You know, there is some mathematics behind these constructions, but that is bad
mathematics: it may be fun to confuse students to switch the two monoid
structures in Integer and even to interchange the notation for 0 and1 and + and
*. But no real mathematics is done that way, even if it is "allowed" AND
correct! We don't say this is a bug in the mathematical system and we don't view
it as a problem at all. So why should computer algebra systems be different? 
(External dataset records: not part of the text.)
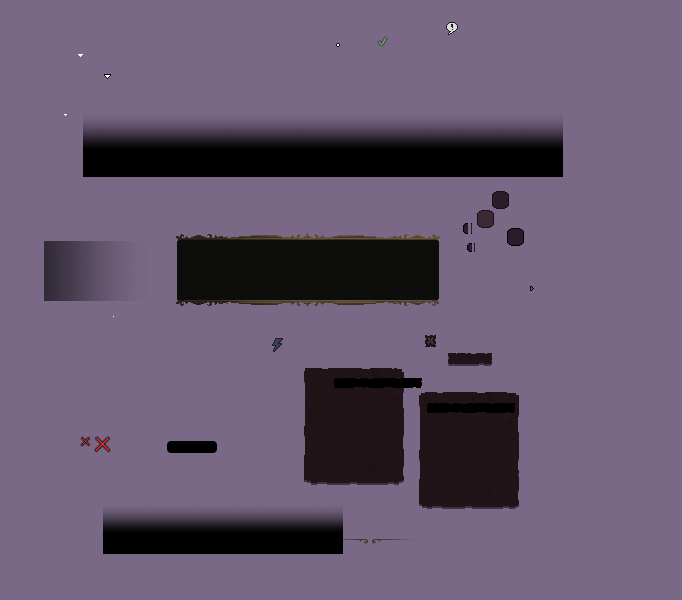
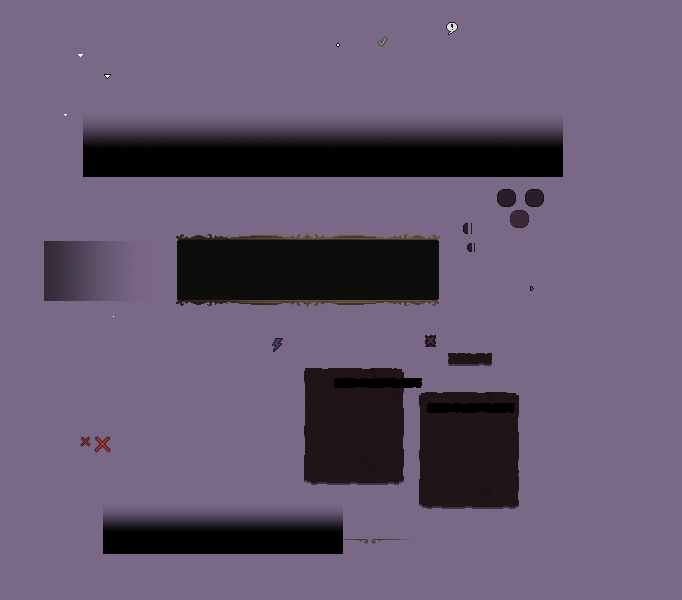
The second 682px x 600px image is a revision of the first. Changes to its layers:
moved "InventorySlot.png" above "InventorySlotSelected.png", painted on it over [492, 189, 516, 209]
painted on "InventorySlotSelected.png" over [477, 210, 529, 228]
painted on "QuickSlot.png" over [507, 189, 544, 246]
painted on "UIControlContainerEdgeSmall.png" over [467, 243, 472, 252]
painted on "UIControlContainerPatternSmall.png" over [464, 224, 475, 252]
painted on "UIControlContainerEdgeLarge.png" over [463, 223, 468, 234]
removed layer "UIControlShade.png" over [167, 441, 217, 453]

> > So I hope we need not argue a third issue: (3) maintaining standard 
> > notations
> > for the defining operations in common algebraic structures.
> Hmmm, don't some people use \cdot, \times, \circ, \odot, etc to denote
> multiplication? ;-)

There are many kinds of multiplication. Sometimes people overload a symbol and
sometimes to emphasize the distinction, they use different ones. Very often,
these distinctions are unnecessary as they can be deduced from context (by
intelligent human). In symbolic computation, that is different. Without detail
package call or domain declaration, the computer cannot tell the context.
Computer can handle "overloading" so let's use it, and use it in a way in
agreement with mathematics when mathematical symbols of operations are used as
> But let's continue with MyInteger1/2.
> If I now ask
> MyInteger1 has MyMonoid
> then that refers to the multiplicative structure. I have, however, to say
> macro MyAdditiveMonoidMacro == {
>    MyMonoid where {
>      0: % == 1;
>      +: (%, %) -> % == +;
>      ntimes: (%, Integer) -> % == power;
>    }
> }
> MyInteger1 has MyAdditiveMonoidMacro

Do you mean you have to use the macro to ask:

  MyInteger1 has MyTimesPlus

while 'MyInteger1 has MyMonoid' works?

> So what do I gain by a "renaming feature"? Not much, since now I must
> add the corresponding "with respect to addition" or create another category.
> (Isn't that very similar to the case when Monoid and AbelianMonoid are
> totally unrelated?)
> In fact, if I now define a new category
> define MyAdditiveMonoidCategory == {
>    MyMonoid where {
>      0: % == 1;
>      +: (%, %) -> % == +;
>      ntimes: (%, Integer) -> % == power;
>    }
> }
> and ask
> MyInteger1 has MyAdditiveMonoidCategory
> then this should (and must) return false since MyInteger1 is not
> explicitly declared to be a member of that category.
> Ralf

I think you just demonstrated the rigidity of computer languages. I believe
allowing "user renaming" of functions sets up another level of abstraction that
will only cause more confusion and will not solve the problem of multiple
inheritance (I may change my mind after reading Doye). The designers of Axiom
made a good compromise, even though it does not reflect the true mathematics
algebraic hierarchy. One possible improvement (but far from a total solution) is
to include inheritance via isomorphisms, but even that is a lot of work.